The Department of Health provides some sobering statistics related to fentanyl. Between 2016 and 2017 the number of Maryland fentanyl related deaths increased from 1119 to 1594, and “[s]eventy-eight percent of heroin-related deaths in 2017 occurred in combination with fentanyl”

Source:https://bha.health.maryland.gov/OVERDOSE_PREVENTION/Documents/Drug_Intox_Report_2017.pdf.

Although slowing, the trend continued in 2018, with fentanyl related deaths increasing by 18% over 2017. Statewide, “[i]n 2018, fentanyl deaths increased in 12 jurisdictions, declined in 9 counties, and remained the same in 3 counties.”

Source: https://bha.health.maryland.gov/Documents/Annual_2018_Drug_Intox_Report.pdf

In 2017 the legislature reacted to the swift rise in fentanyl use, and related deaths, enacting section 5-608.1 of the Criminal Law Article.

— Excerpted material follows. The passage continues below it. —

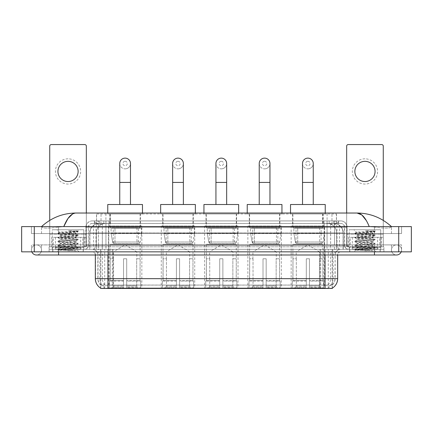 <?xml version="1.0" encoding="UTF-8"?>
<svg xmlns="http://www.w3.org/2000/svg" width="433" height="433" viewBox="0 0 433 433"><rect width="100%" height="100%" fill="white"/><g stroke="black" fill="none" stroke-linecap="round" stroke-linejoin="round"><path stroke-width="0.32" stroke-dasharray="2.17 1.62" d="M324.604 225.966L291.16 225.966L324.604 225.966L324.604 288.443L291.16 288.443L324.604 288.443M291.16 225.966L291.16 288.443M194.726 225.966L161.282 225.966L194.726 225.966L194.726 288.443L161.282 288.443L194.726 288.443M161.282 225.966L161.282 288.443M238.02 225.966L204.571 225.966L238.02 225.966L238.02 288.443L204.571 288.443L238.02 288.443M204.571 225.966L204.571 288.443M281.315 225.966L247.865 225.966L281.315 225.966L281.315 288.443L247.865 288.443L281.315 288.443M247.865 225.966L247.865 288.443M141.84 225.966L108.396 225.966L141.84 225.966L141.84 288.443L108.396 288.443L141.84 288.443M108.396 225.966L108.396 288.443M333.567 223.444L335.207 223.558C336.392 223.91 336.798 224.137 336.414 224.234L331.965 224.234L329.426 223.688L324.203 223.455L108.797 223.455L103.574 223.688L101.035 224.234L96.586 224.234L96.44 213.978L336.56 213.978L96.44 213.978M334.666 223.482A9.466 9.466 0 0 1 343.282 232.911L343.282 249.316L89.718 249.316L343.282 249.316M96.44 224.17L98.334 223.482L102.507 223.444L99.433 223.444M98.334 223.482A9.466 9.466 0 0 0 89.718 232.911L89.912 249.316M100.694 288.443L332.306 288.443M100.694 288.134L100.694 249.316L332.306 249.316L100.694 249.316M140.422 213.978L109.814 213.978L140.422 213.978L140.422 225.966L109.814 225.966L140.422 225.966M109.814 213.978L109.814 225.966M279.891 213.978L249.284 213.978L279.891 213.978L279.891 225.966L249.284 225.966L279.891 225.966M249.284 213.978L249.284 225.966M236.602 213.978L205.994 213.978L236.602 213.978L236.602 225.966L205.994 225.966L236.602 225.966M205.994 213.978L205.994 225.966M193.307 213.978L162.7 213.978L193.307 213.978L193.307 225.966L162.7 225.966L193.307 225.966M162.7 213.978L162.7 225.966M323.186 213.978L292.578 213.978L323.186 213.978L323.186 225.966L292.578 225.966L323.186 225.966M292.578 213.978L292.578 225.966M336.56 213.978L336.414 224.234L336.414 213.978M102.507 223.444L330.493 223.444M83.342 249.316L52.734 249.316L83.342 249.316L83.342 251.844L52.734 251.844L83.342 251.844M52.734 249.316L52.734 251.844M380.266 249.316L349.658 249.316L380.266 249.316L380.266 251.844L349.658 251.844L380.266 251.844M349.658 249.316L349.658 251.844M83.656 247.422L52.415 247.422L83.656 247.422L83.656 249.316L52.415 249.316L83.656 249.316M52.415 247.422L52.415 249.316M380.585 247.422L349.344 247.422L380.585 247.422L380.585 249.316L349.344 249.316L380.585 249.316M349.344 247.422L349.344 249.316M325.048 288.189C328.999 288.508 331.391 288.508 332.214 288.189L100.786 288.189C101.609 288.508 103.996 288.508 107.952 288.189M100.694 288.069L100.786 285.098C101.603 285.558 103.996 285.558 107.952 285.098L325.048 285.098C328.999 285.558 331.386 285.558 332.214 285.098A8.519 8.519 0 0 0 335.147 278.663L112.293 278.663L112.293 288.156M332.306 288.069L332.306 284.909A8.519 8.389 90 0 0 334.99 278.663L335.147 254.999A5.678 5.678 0 0 1 340.825 249.316L92.175 249.316L340.825 249.316M100.786 285.098A8.519 8.519 0 0 1 97.853 278.663L97.853 254.999L337.67 254.999A3.155 3.155 0 0 1 340.825 251.844L92.175 251.844L340.825 251.844M352.186 249.316L377.744 249.316L352.186 249.316L352.186 247.422L377.744 247.422L352.186 247.422M377.744 249.316L377.744 247.422M55.256 249.316L80.814 249.316L55.256 249.316L55.256 247.422L80.814 247.422L55.256 247.422M80.814 249.316L80.814 247.422M383.898 249.316L49.102 249.316L383.898 249.316L383.898 251.844L49.102 251.844L383.898 251.844L383.898 249.316L374.431 249.316L383.898 249.316L383.898 251.844L383.898 246.794L49.102 246.794L383.898 246.794L383.898 249.316M332.214 288.189L332.306 288.064A11.041 10.874 90 0 0 337.48 278.663L99.861 278.663A11.041 10.874 -90 0 0 104.981 288.032M332.306 284.909L328.019 284.86C326.774 285.266 324.339 285.331 320.707 285.049L112.293 285.049C108.667 285.331 106.231 285.266 104.981 284.86L100.694 284.914A8.519 8.389 -90 0 1 98.01 278.663L107.952 278.663L107.952 254.999L97.853 254.999C97.517 251.546 95.623 249.652 92.175 249.316M49.102 251.844L49.102 249.316L49.102 251.844L49.102 249.316L374.431 249.316L49.102 249.316L49.102 251.844L374.431 251.844L49.102 251.844M94.383 220.917L338.617 220.917L94.383 220.917L94.383 223.444L338.617 223.444L94.383 223.444M340.825 223.444L92.175 223.444L340.825 223.444A3.789 3.789 0 0 1 344.614 227.228L344.614 245.213L85.864 245.213A1.575 1.575 0 0 1 84.283 246.794L348.717 246.794L84.283 246.794M92.175 220.917L340.825 220.917L92.175 220.917A6.311 6.311 0 0 0 85.864 227.228L344.614 227.228L88.386 227.228L88.386 245.213A4.103 4.103 0 0 1 84.283 249.316L348.717 249.316L84.283 249.316M340.825 220.917A6.311 6.311 0 0 1 347.136 227.228L347.136 245.213L327.061 245.213L327.061 246.794M377.587 237.327L352.343 237.327L377.587 237.327L377.587 246.794L352.343 246.794L377.587 246.794L377.587 249.316L352.343 249.316L377.587 249.316M352.343 237.327L352.343 249.316M80.657 237.327L55.413 237.327L80.657 237.327L80.657 246.794L55.413 246.794L80.657 246.794L80.657 249.316L55.413 249.316L80.657 249.316M55.413 237.327L55.413 249.316M49.102 246.794L49.102 249.316L49.102 246.794M52.891 249.316L83.179 249.316L52.891 249.316L52.891 251.844L83.179 251.844L52.891 251.844M83.179 249.316L83.179 251.844M80.971 249.316L55.099 249.316L80.971 249.316A0.314 0.314 0 0 1 80.657 249.002L55.413 249.002L80.657 249.002L80.657 247.108A0.314 0.314 0 0 1 80.971 246.794L55.099 246.794L80.971 246.794M55.099 249.316A0.314 0.314 0 0 0 55.413 249.002L55.413 247.108A0.314 0.314 0 0 0 55.099 246.794M83.813 246.794L83.813 229.755L83.813 249.316L52.258 249.316L52.258 229.755L83.813 229.755L52.258 229.755L83.813 229.755L52.258 229.755L52.258 246.794L83.813 246.794L52.258 246.794M76.338 250.853L64.495 248.688L76.116 248.878C76.895 249.332 58.341 249.754 58.688 250.144L76.338 250.853L57.979 249.235L78.092 247.232L57.979 245.23L78.092 243.227L57.979 241.219L78.092 239.216L57.979 237.214L78.092 235.211L57.979 233.208L59.543 232.304C58.736 231.85 78.167 231.428 77.799 231.033L68.603 230.74C73.475 231.368 75.905 232.093 75.899 232.911L67.478 232.911L59.543 232.304L56.994 229.755L79.082 229.755L56.994 229.755M58.033 233.143L78.092 231.2L77.783 230.995L79.082 229.755M75.061 248.688C71.818 248.114 59.689 247.552 60.149 246.983C59.662 246.317 76.408 245.646 75.927 244.981C76.408 244.309 59.662 243.644 60.149 242.973C59.662 242.307 76.408 241.636 75.927 240.97C76.408 240.304 59.662 239.633 60.149 238.967C59.662 238.302 76.408 237.63 75.927 236.965L75.927 237.966L78.037 239.157M69.783 250.853L57.979 249.738L78.092 247.736L57.979 245.727L78.092 243.725L57.979 241.722L78.037 239.779L75.927 240.97L75.927 241.971C76.408 241.305 59.662 240.634 60.149 239.969C59.662 239.303 76.408 238.632 75.927 237.966C76.408 237.3 59.662 236.629 60.149 235.963L58.033 237.149M78.037 239.779L57.979 237.717L78.037 235.774L75.927 236.965C76.408 236.299 59.662 235.628 60.149 234.962L60.149 235.963C59.662 235.292 76.408 234.626 75.927 233.955L78.037 235.146M78.037 235.774L58.033 233.771L60.149 234.962C59.662 234.291 76.408 233.625 75.927 232.954L75.927 233.955C75.38 233.609 72.565 233.263 67.478 232.911M78.037 243.79L75.851 245.056L75.927 245.982C76.408 245.311 59.662 244.645 60.149 243.974C59.662 243.308 76.408 242.637 75.927 241.971L78.037 243.162M58.033 237.777L60.219 239.048L60.149 239.969L58.033 241.159M64.495 248.688L60.149 247.985C59.662 247.319 76.408 246.648 75.927 245.982L78.037 247.173M58.033 241.782L60.219 243.054L60.149 243.974L58.033 245.165M58.033 245.792L60.219 247.064L60.149 247.985L58.033 249.175M58.033 233.771L78.037 231.763L75.899 232.911M78.037 247.795L76.094 248.926L79.082 251.844L56.994 251.844L79.082 251.844M58.033 249.798L58.704 250.187L56.994 251.844M78.037 231.141L75.607 230.74M78.037 231.763L68.603 230.74M68.035 158.819A12.622 12.622 0 0 0 55.413 171.441A12.622 12.622 0 0 0 68.035 184.063A12.622 12.622 0 0 0 80.657 171.441A12.622 12.622 0 0 0 68.035 158.819M68.035 181.535A10.1 10.1 0 0 1 57.935 171.441A10.1 10.1 0 0 1 68.035 161.341A10.1 10.1 0 0 1 78.135 171.441A10.1 10.1 0 0 1 68.035 181.535M55.413 246.794L80.657 246.794L55.413 246.794M82.79 237.327L86.335 237.327L86.335 246.794L82.79 246.794L82.79 237.327L53.281 237.327L53.281 246.794L49.735 246.794L49.735 146.132A1.575 1.575 0 0 1 51.31 144.557L84.76 144.557A1.575 1.575 0 0 1 86.335 146.132L86.335 237.327L53.281 237.327M82.79 246.794L53.281 246.794M86.335 213.031L86.335 246.794L49.735 246.794L49.735 220.381M349.821 249.316L380.109 249.316L349.821 249.316L349.821 251.844L380.109 251.844L349.821 251.844M380.109 249.316L380.109 251.844M377.901 249.316L352.029 249.316L377.901 249.316A0.314 0.314 0 0 1 377.587 249.002L352.343 249.002L377.587 249.002L377.587 247.108A0.314 0.314 0 0 1 377.901 246.794L352.029 246.794L377.901 246.794M352.029 249.316A0.314 0.314 0 0 0 352.343 249.002L352.343 247.108A0.314 0.314 0 0 0 352.029 246.794M380.742 246.794L380.742 229.755L380.742 249.316L349.187 249.316L349.187 229.755L380.742 229.755L349.187 229.755L380.742 229.755L349.187 229.755L349.187 246.794L380.742 246.794L349.187 246.794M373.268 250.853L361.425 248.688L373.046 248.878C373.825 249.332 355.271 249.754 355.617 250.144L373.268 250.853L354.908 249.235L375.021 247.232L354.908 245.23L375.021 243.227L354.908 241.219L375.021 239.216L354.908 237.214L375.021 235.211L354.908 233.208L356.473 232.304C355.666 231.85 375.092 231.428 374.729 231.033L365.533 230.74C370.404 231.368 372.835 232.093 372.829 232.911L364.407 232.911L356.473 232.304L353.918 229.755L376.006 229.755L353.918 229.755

Under this provision, any person who distributes, or possesses with the intent to distribute “a mixture that contains heroin and a detectable amount of fentanyl or any analogue of fentanyl, or fentanyl or any analogue of fentanyl” is subject to an enhanced penalty of up to 10 years, which must run concurrently with any penalty imposed for the on the distribution charge.